Stellen wir uns vor, Nintendo verschenkt die Switch 2. Was wäre die Folge? Ein völliger Verlust von Einnahmen. Die Herstellungskosten für eine Konsole wie die Switch 2 sind alles andere als gering. Das gilt auch für die Entwicklung der hochwertigen Spiele, die für das Gerät angeboten werden. Wenn Nintendo diese Produkte verschenken würde, würde es mit einem Schlag seinen gesamten Produktionsaufwand verlieren und gleichzeitig seine Marke entwerten. Ein Unternehmen, das nicht profitabel arbeitet, hat keine Chance, auf lange Sicht im Geschäft zu bleiben.

Doch es geht nicht nur um das Geld, das Nintendo mit dem Verkauf der Konsole und Spiele verdient. Es geht auch um das Vertrauen der Kunden. Die Nintendo Switch hat sich als extrem beliebt erwiesen, nicht zuletzt aufgrund der starken Spielebibliothek und der innovativen Hybrid-Natur der Konsole. Doch was wäre, wenn die Fans das Gefühl hätten, dass Nintendo seine Produkte "verschenkt", statt sie fair anzubieten? Der Wert der Konsole würde erheblich sinken, und das Vertrauen in die Marke könnte für immer beschädigt werden.

Ein riesiger Fehler, den Nintendo zum Glück vermeiden kann

Die aktuelle Strategie von Nintendo, die Switch 2 als profitables Produkt zu positionieren und für einen angemessenen Preis anzubieten, ist genau der richtige Schritt. Die Abwärtskompatibilität, die die Switch 2 bietet, ist ein weiteres Beispiel dafür, wie Nintendo richtig handelt. Denn diese Entscheidung sorgt dafür, dass Besitzer der ersten Switch-Konsolen nicht sofort auf der Strecke bleiben, sondern ihre Lieblingsspiele weiterhin spielen können – und das ohne zusätzliche Kosten.

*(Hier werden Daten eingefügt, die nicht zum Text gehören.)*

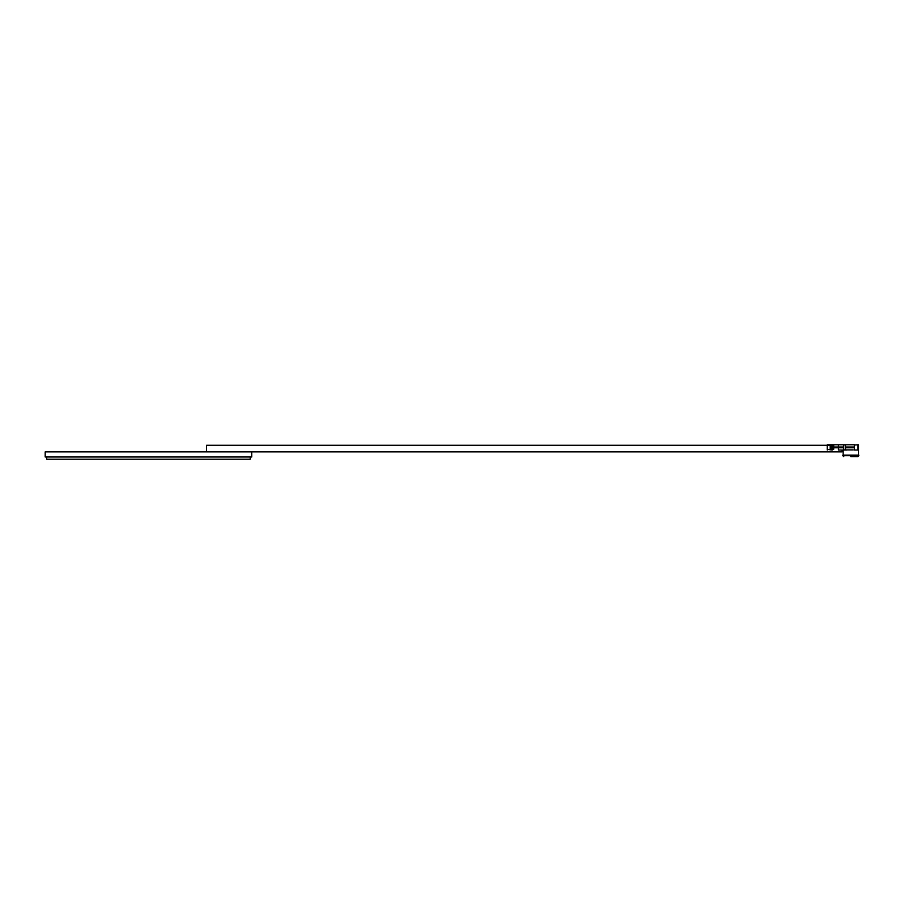 <?xml version="1.0" encoding="UTF-8"?>
<svg xmlns="http://www.w3.org/2000/svg" width="904" height="904" viewBox="0 0 904 904"><rect width="100%" height="100%" fill="white"/><g stroke="black" fill="none" stroke-linecap="round" stroke-linejoin="round"><path stroke-width="1.36" d="M827.216 445.288L206.507 445.288L206.507 451.887M843.149 455.119L843.149 450.022L841.974 450.022L841.974 451.887L251.775 451.887L251.775 456.983L45.2 456.983L45.2 451.887L251.775 451.887M218.791 451.887L206.801 451.887M46.703 456.983L46.703 459.232L250.272 459.232L250.272 456.983M850.822 456.61L857.896 456.61L858.8 455.718L842.856 455.718L843.76 456.61M853.263 449.909L845.884 449.898M858.8 455.718L858.8 455.119L842.856 455.119L842.856 455.718M827.216 450.022L827.216 449.288L831.352 449.966L833.714 449.288L833.714 445.502L832.527 444.824L827.216 445.502L827.216 444.768L854.551 444.768M830.166 449.288L830.166 445.502M827.216 449.288L827.216 445.502M845.116 450.022L838.437 450.022L838.437 444.768M833.714 447.774L843.748 447.774L843.748 447.017L833.714 447.017M843.748 447.774L843.748 449.876L845.511 449.876M845.511 444.904L843.748 444.904L843.748 447.017M845.511 449.898L845.511 444.768M845.511 447.774L854.37 447.774L854.37 447.017L845.511 447.017M854.37 447.774L854.529 450.022L858.359 450.022L858.495 444.768L858.495 455.119M857.907 450.022L857.907 444.768L854.37 445.039L854.37 447.017M832.527 449.966L832.527 444.824M831.352 449.966L831.352 444.824M846.732 450.022L845.511 450.022"/></g></svg>

Würde Nintendo die Switch 2 hingegen verschenken, könnte sich das Unternehmen nie wieder von einem solchen Fehler erholen. Der finanzielle Schaden, der durch solche Maßnahmen entstehen würde, wäre immens. Und nicht nur das: Es würde den gesamten Konsolenmarkt destabilisieren. Denn wenn Nintendo als führender Anbieter plötzlich auf den Verkauf von Konsolen verzichtet, was bleibt dann noch für die anderen Unternehmen? Ein weiterer Preisverfall und eine Abwärtsspirale wären nahezu garantiert.

Nintendo hat in der Vergangenheit viele Fehler gemacht, aber der Verzicht auf den Verkauf von Hardware und Software würde das Unternehmen in den Ruin treiben. Zum Glück zeigt sich Nintendo auch in dieser Hinsicht weitsichtig und hat es bislang vermieden, diesen fatalen Schritt zu gehen.

Fazit: Nintendo muss seinen Kurs beibehalten

Die Entscheidung, die Switch 2 als kostenpflichtiges Produkt zu verkaufen und nicht auf Gratisangebote zu setzen, ist ein kluger und weitsichtiger Schritt. Dieser Fehler wurde zum Glück vermieden – ein Fehler, der das Unternehmen vielleicht niemals hätte überstehen können. Nintendo sollte weiterhin auf Qualität, Innovation und fairen Preis setzen, um seine treuen Fans zu gewinnen und zu behalten. Alles andere wäre ein katastrophaler Fehler, der das Unternehmen in den Ruin treiben würde.
 
Ich sehe, der Titel wurde geändert, aus

"Switch 2: Drohender Mega-Flop, diesen riesigen Fehler hat Nintendo zum Glück vermieden"​


wurde

"Switch 2: Diesen riesigen Fehler hat Nintendo zum Glück vermieden"

Das finde ich begrüßenswert, weil es nicht mehr quasi-gelogen ist (es drohte schließlich nix, weil es ja vermieden wurde).